Your goal -> Print each entry again exactly as written, and keep the pictures out.

⁂

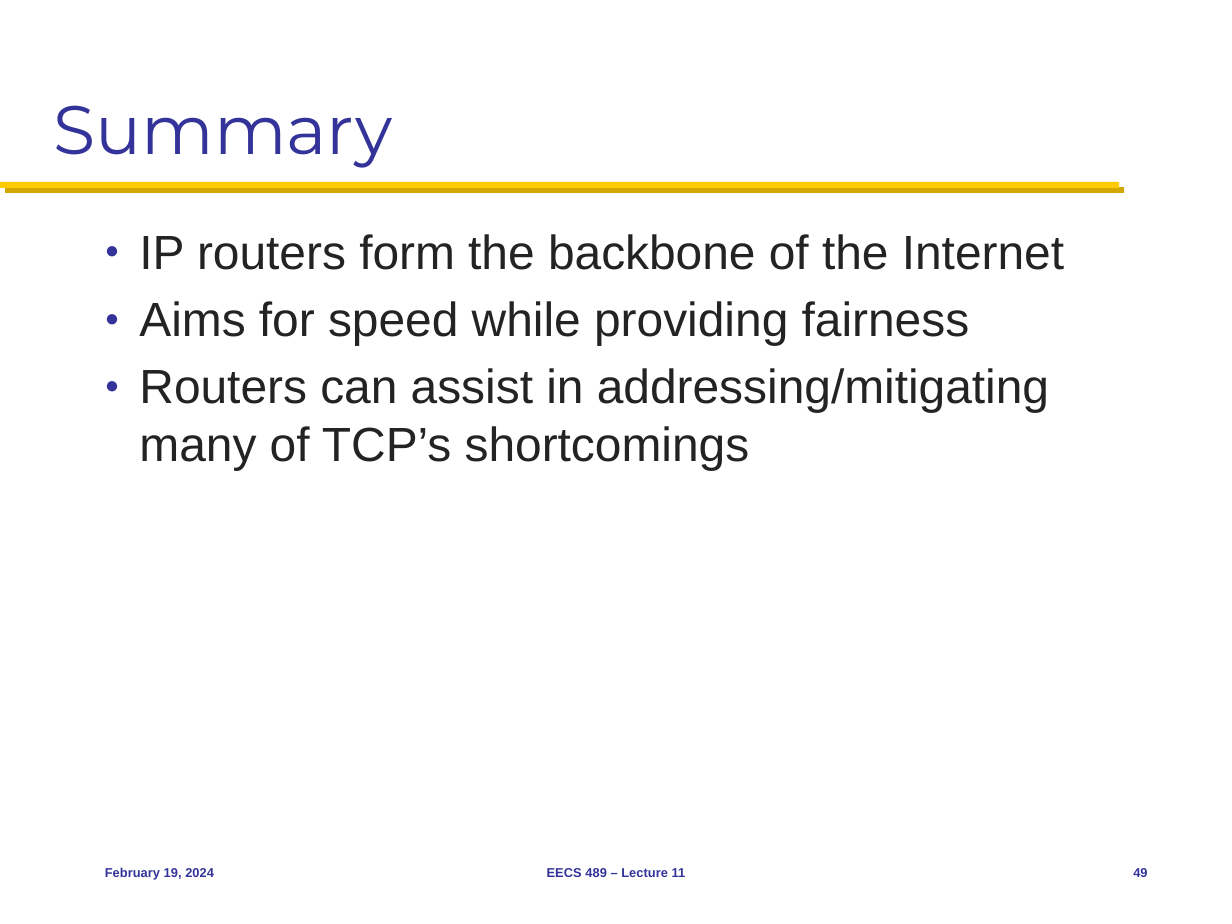
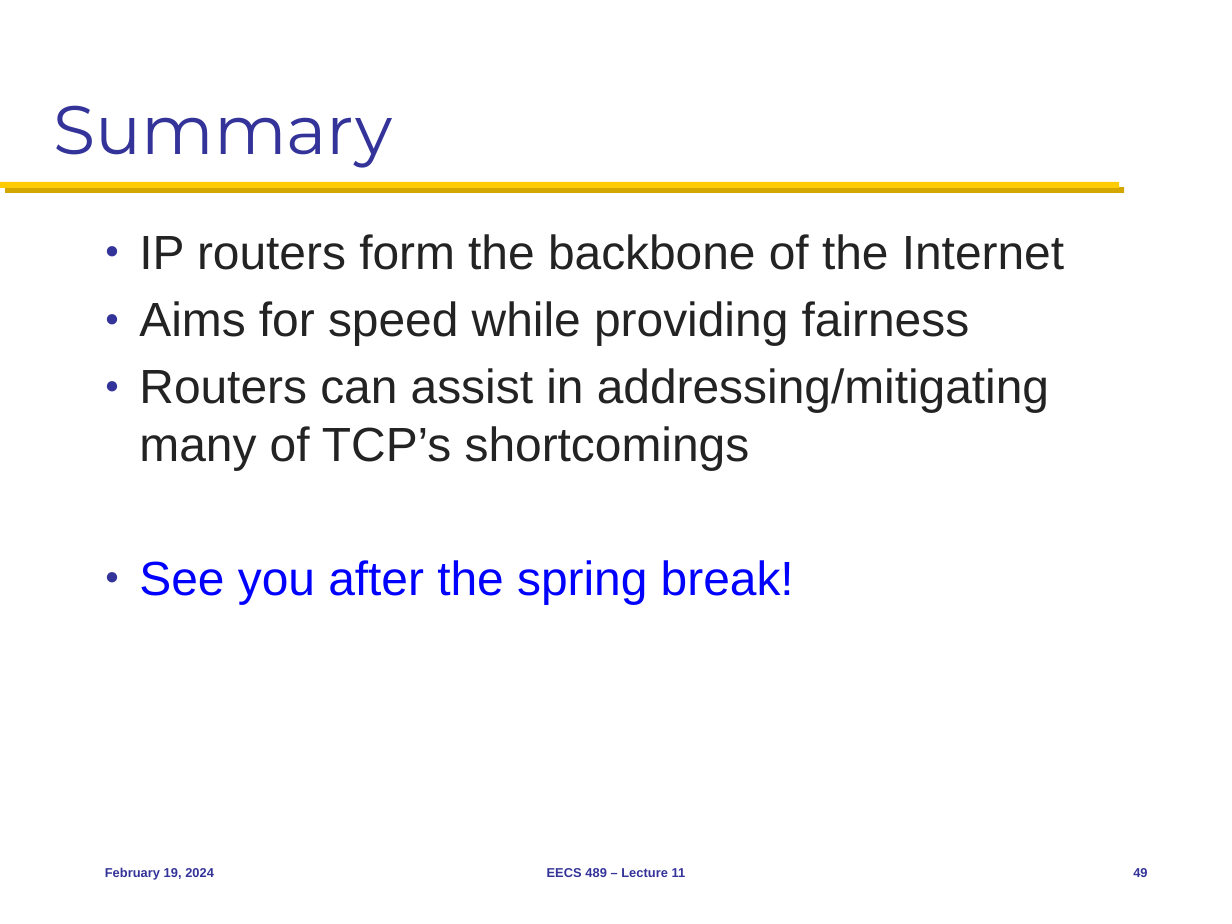
Before and after one commit to mosharaf/eecs489, a slide deck: slide 49 of Slides/021924.pptx. Drawn at 1232x924 pixels with LibreOffice and Linux fonts; fonts in the diff are those of the drawing. Boxes give left, top, right and bottom in pixels: in the first picture for what was removed or moved away, otherwise in the second. Text is boxed around its words. In the diff, an @@ line names an element or a change of style, - is before the commit and + after.

```diff
--- a/Slides/021924.pptx
+++ b/Slides/021924.pptx
@@ text at bbox=[139, 560, 794, 604]: paragraph added @@
+● See you after the spring break!
```
Also in this commit, not shown: 2 other slides changed, 1 other file.

⁂

Response to this task ->
Before and after one commit to mosharaf/eecs489, a slide deck: slide 49 of Slides/021924.pptx. Drawn at 1232x924 pixels with LibreOffice and Linux fonts; fonts in the diff are those of the drawing. Boxes give left, top, right and bottom in pixels: in the first picture for what was removed or moved away, otherwise in the second. Text is boxed around its words. In the diff, an @@ line names an element or a change of style, - is before the commit and + after.

```diff
--- a/Slides/021924.pptx
+++ b/Slides/021924.pptx
@@ text at bbox=[139, 560, 794, 604]: paragraph added @@
+● See you after the spring break!
```
Also in this commit, not shown: 2 other slides changed, 1 other file.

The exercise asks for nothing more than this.